[Records excerpted from a collection]
Content starts

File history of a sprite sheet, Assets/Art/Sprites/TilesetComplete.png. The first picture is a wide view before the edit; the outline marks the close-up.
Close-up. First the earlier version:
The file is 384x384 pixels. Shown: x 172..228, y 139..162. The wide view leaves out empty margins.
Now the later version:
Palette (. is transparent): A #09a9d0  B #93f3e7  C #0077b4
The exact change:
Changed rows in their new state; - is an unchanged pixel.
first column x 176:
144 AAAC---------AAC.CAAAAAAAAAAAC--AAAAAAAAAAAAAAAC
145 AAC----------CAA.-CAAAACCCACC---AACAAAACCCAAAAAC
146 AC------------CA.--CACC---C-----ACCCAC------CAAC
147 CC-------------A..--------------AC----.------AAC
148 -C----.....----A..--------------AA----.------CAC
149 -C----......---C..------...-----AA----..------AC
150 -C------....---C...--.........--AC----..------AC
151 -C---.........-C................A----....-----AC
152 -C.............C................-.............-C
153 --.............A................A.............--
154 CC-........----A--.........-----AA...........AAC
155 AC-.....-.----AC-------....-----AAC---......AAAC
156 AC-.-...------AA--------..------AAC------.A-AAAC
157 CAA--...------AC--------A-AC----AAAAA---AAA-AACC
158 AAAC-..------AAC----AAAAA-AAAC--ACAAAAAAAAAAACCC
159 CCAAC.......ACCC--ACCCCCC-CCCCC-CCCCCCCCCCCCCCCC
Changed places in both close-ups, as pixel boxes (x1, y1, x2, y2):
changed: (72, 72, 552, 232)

Content ends
Content starts

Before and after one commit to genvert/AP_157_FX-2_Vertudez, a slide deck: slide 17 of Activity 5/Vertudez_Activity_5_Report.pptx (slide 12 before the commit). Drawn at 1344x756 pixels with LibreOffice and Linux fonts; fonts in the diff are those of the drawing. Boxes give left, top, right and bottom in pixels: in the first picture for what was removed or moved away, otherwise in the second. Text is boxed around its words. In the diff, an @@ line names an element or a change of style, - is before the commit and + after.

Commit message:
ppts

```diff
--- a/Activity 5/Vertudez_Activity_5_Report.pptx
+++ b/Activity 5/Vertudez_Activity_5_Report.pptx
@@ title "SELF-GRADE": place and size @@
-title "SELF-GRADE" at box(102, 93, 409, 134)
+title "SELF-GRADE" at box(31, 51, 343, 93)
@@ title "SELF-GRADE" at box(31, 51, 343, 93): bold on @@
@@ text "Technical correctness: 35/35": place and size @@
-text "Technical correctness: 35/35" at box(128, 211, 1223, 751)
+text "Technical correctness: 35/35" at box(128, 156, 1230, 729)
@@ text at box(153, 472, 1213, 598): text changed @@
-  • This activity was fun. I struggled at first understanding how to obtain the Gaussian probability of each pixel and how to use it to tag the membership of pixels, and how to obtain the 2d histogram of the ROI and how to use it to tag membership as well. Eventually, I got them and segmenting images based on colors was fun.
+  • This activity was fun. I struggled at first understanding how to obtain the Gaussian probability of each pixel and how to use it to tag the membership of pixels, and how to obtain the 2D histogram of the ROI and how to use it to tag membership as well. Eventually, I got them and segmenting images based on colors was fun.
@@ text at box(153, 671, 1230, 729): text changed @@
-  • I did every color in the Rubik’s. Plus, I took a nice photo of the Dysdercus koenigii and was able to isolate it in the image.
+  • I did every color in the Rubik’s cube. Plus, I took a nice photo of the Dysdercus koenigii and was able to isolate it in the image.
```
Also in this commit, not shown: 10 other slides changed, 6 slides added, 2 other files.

Content ends

- [PROBLEM DESCRIPTION]
Look for the word "Rubik" in the data, then return every line that contains it.

- [TASK RESULT]
-  • I did every color in the Rubik’s. Plus, I took a nice photo of the Dysdercus koenigii and was able to isolate it in the image.
+  • I did every color in the Rubik’s cube. Plus, I took a nice photo of the Dysdercus koenigii and was able to isolate it in the image.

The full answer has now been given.